Cyberattack from outside the U.S. hits newspapers across the country - mwnivek
https://www.latimes.com/local/lanow/la-me-ln-times-delivery-breakdown-20181229-story.html
======
txcwpalpha
This story is so bizarre. Despite the article being 20+ paragraphs, there are
hardly any details. It lists a handful of newspapers spread across the country
and just says they were delayed. Could it be any more vague? The most concrete
detail provided is that the attack "disrupted a shared production platform"
that apparently made it hard for the printing presses to work - but what does
that mean? Disrupted how? What was the shared platform? Was it targeted at
multiple newspapers, or was this an attack on a single platform that just
happens to be used by all of these newspapers?

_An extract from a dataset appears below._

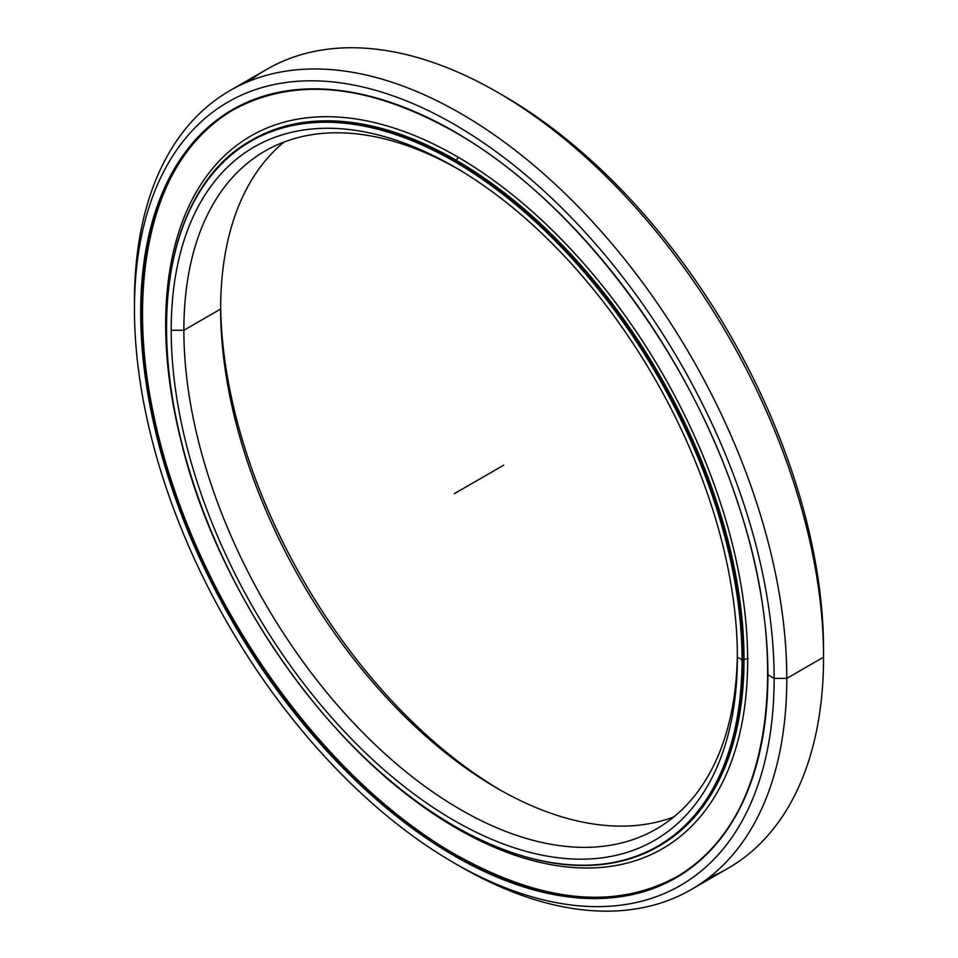 <?xml version="1.0" encoding="UTF-8"?>
<svg xmlns="http://www.w3.org/2000/svg" width="958" height="958" viewBox="0 0 958 958"><rect width="100%" height="100%" fill="white"/><g stroke="black" fill="none" stroke-linecap="round" stroke-linejoin="round"><path stroke-width="1.44" d="M737.373 657.152L737.373 657.152A400.336 231.141 60 0 1 454.296 820.599A400.336 231.141 60 0 1 171.207 330.282A400.336 231.141 -120 0 0 454.296 820.599A400.336 231.141 -120 0 0 737.373 657.152L737.373 657.152A400.336 231.141 -120 0 0 454.296 166.848A400.336 231.141 -120 0 0 171.207 330.282A400.336 231.141 60 0 1 454.296 166.836A400.336 231.141 60 0 1 737.373 657.152L742.043 659.846A406.934 234.95 60 0 1 454.296 825.988L454.691 826.215A407.497 235.273 -120 0 0 658.433 846.393A407.497 235.273 -120 0 0 742.833 659.846A407.497 235.273 -120 0 0 454.691 160.764L454.296 161.459A406.934 234.95 60 0 1 742.043 659.846A406.934 234.95 -120 0 0 454.296 161.459L454.691 160.764A407.497 235.273 60 0 1 742.833 659.846L744.019 659.164A407.497 235.273 -120 0 0 455.876 160.082A407.497 235.273 -120 0 0 252.122 139.904A407.497 235.273 60 0 1 455.876 160.082A4.479 2.587 120 0 0 458.331 157.316A4.479 2.587 -60 0 1 455.876 160.082A407.497 235.273 60 0 1 744.019 659.164A407.497 235.273 60 0 1 659.619 845.71A407.497 235.273 -120 0 0 744.019 659.164L742.833 659.846A407.497 235.273 60 0 1 658.433 846.393A407.497 235.273 60 0 1 454.691 826.215L454.296 825.988A406.934 234.95 60 0 1 166.536 327.588A406.934 234.95 60 0 1 454.296 161.459A406.934 234.95 -120 0 0 166.536 327.588A406.934 234.95 -120 0 0 454.296 825.988A406.934 234.95 -120 0 0 742.043 659.846M737.349 653.476A391.391 225.968 60 0 1 459.038 808.72A391.391 225.968 60 0 1 183.864 330.282L171.207 330.282L183.864 330.282A391.391 225.968 -120 0 0 354.7 724.164A391.391 225.968 -120 0 0 656.314 829.017A391.391 225.968 -120 0 0 737.349 653.476M166.536 327.133A407.497 235.273 60 0 1 250.936 140.587A407.497 235.273 60 0 1 454.691 160.764A407.497 235.273 -120 0 0 250.936 140.587A407.497 235.273 -120 0 0 166.536 327.133A407.497 235.273 -120 0 0 166.536 327.361M500.531 790.206A400.336 231.141 60 0 1 220.651 305.434A400.336 231.141 -120 0 0 500.531 790.206M220.627 309.051A391.391 225.968 -120 0 0 497.382 788.41A391.391 225.968 -120 0 0 673.833 816.911A391.391 225.968 60 0 1 379.572 689.988A391.391 225.968 60 0 1 220.627 309.051L183.864 330.282L220.627 309.051A391.391 225.968 60 0 1 284.167 142A391.391 225.968 -120 0 0 220.627 309.051L220.627 309.051M457.469 168.704A391.391 225.968 -120 0 0 264.923 151.113A391.391 225.968 -120 0 0 183.864 330.282A391.391 225.968 60 0 1 457.469 168.704M500.567 94.052A452.344 261.163 60 0 1 823.557 649.847L823.557 657.152L786.793 678.384L774.136 678.384L786.793 678.384A461.289 266.324 -120 0 0 460.618 113.427A461.289 266.324 -120 0 0 134.443 301.746L134.443 309.051A452.344 261.163 60 0 1 454.296 124.384A452.344 261.163 60 0 1 774.136 678.384A452.344 261.163 -120 0 0 454.296 124.384A452.344 261.163 -120 0 0 134.443 309.051A452.344 261.163 -120 0 0 454.296 863.05A452.344 261.163 -120 0 0 774.136 678.384A452.344 261.163 60 0 1 454.284 863.05A452.344 261.163 60 0 1 134.443 309.051L134.443 301.746A461.289 266.324 60 0 1 229.98 90.579A461.289 266.324 60 0 1 585.434 214.161A461.289 266.324 60 0 1 786.793 678.384L823.557 657.152A461.289 266.324 -120 0 0 622.209 192.941A461.289 266.324 -120 0 0 266.743 69.347A461.289 266.324 -120 0 0 249.092 81.238A461.289 266.324 60 0 1 497.394 92.207A461.289 266.324 60 0 1 823.557 657.152L823.557 649.847A452.344 261.163 -120 0 0 503.716 95.848L497.394 92.207M455.876 854.931L455.481 854.704A442.943 255.738 -120 0 0 676.552 876.857A442.943 255.738 60 0 1 455.481 854.704A442.943 255.738 60 0 1 142.263 312.2L141.473 312.655A442.943 255.738 -120 0 0 454.691 855.159A442.943 255.738 -120 0 0 676.156 877.097A442.943 255.738 60 0 1 454.691 855.159L454.296 855.841A443.506 256.061 -120 0 0 767.897 674.779A443.506 256.061 -120 0 0 454.296 131.593L454.679 131.821M767.897 674.552A442.943 255.738 60 0 1 676.156 877.097L676.947 876.63C615.443 910.124 541.713 902.807 455.757 854.668C337.372 787.847 222.364 637.525 172.739 484.7C115.571 317.625 141.521 159.818 234.003 109.428L233.213 109.883A442.943 255.738 60 0 1 454.296 131.593A443.506 256.061 60 0 1 767.897 674.779A443.506 256.061 60 0 1 454.296 855.841A443.506 256.061 60 0 1 140.682 312.655A443.506 256.061 60 0 1 454.296 131.593A443.506 256.061 -120 0 0 140.682 312.655A443.506 256.061 -120 0 0 454.296 855.841L454.691 855.159A442.943 255.738 60 0 1 141.473 312.655A442.943 255.738 60 0 1 233.213 109.883A442.943 255.738 -120 0 0 141.473 312.655L142.263 312.2A442.943 255.738 60 0 1 233.608 109.655A442.943 255.738 -120 0 0 142.263 312.2A442.943 255.738 -120 0 0 455.481 854.704L455.757 854.668M676.156 877.097C768.639 826.706 794.589 668.9 737.42 501.824C687.796 348.999 572.788 198.677 454.403 131.857L454.296 131.593M455.481 854.692A443.506 256.061 60 0 1 142.263 311.973M454.284 863.05L460.606 866.703A461.289 266.324 -120 0 0 786.793 678.384A461.289 266.324 60 0 1 691.257 889.551L728.02 868.319A461.289 266.324 -120 0 0 823.557 657.152A461.289 266.324 60 0 1 708.908 877.66M691.257 889.551A461.289 266.324 60 0 1 457.433 864.846M166.393 323.936L165.674 324.343A411.521 237.596 -120 0 0 188.846 469.133A411.521 237.596 60 0 1 165.674 324.343L166.393 323.936M342.856 735.888A411.521 237.596 -120 0 0 662.421 848.74A411.521 237.596 -120 0 0 747.647 660.349A411.521 237.596 -120 0 0 568.022 246.206A411.521 237.596 -120 0 0 250.9 135.964A411.521 237.596 -120 0 0 165.674 324.343A411.521 237.596 60 0 1 456.667 156.346A411.521 237.596 60 0 1 747.647 660.349A411.521 237.596 60 0 1 342.856 735.888M503.704 465.181L454.296 493.717M823.557 649.847L823.557 657.152L786.793 678.384L774.136 678.384L767.897 674.779M748.054 658.457L742.833 659.846M252.122 139.904L250.936 140.587C175.769 182.271 147.173 299.938 179.433 433.926C214.245 590.14 331.48 757.419 454.403 826.239C533.534 870.594 601.54 877.312 658.433 846.393L659.619 845.71M266.743 69.347L229.98 90.579M454.403 131.857C368.447 83.717 294.717 76.4 233.213 109.883"/></g></svg>

Then, in regards to the origin of the attack, the _only_ detail provided is
this single line:

> The source identified the attacker only as a “foreign entity.”

That's it. There is absolutely no other information given about the origin of
the attack. And yet it's in the story headline? Talk about fear mongering.

They also either didn't report, or even more confusing, don't know if the
attack was reported to the FBI.

And just to make it even more bizarre, this entire article is written by LA
Times staff and posted on the LA Times website, and then talks about the LA
Times (one of the affected newspapers) as if they have no idea how the LA
Times was affected. Shouldn't they have a lot more information?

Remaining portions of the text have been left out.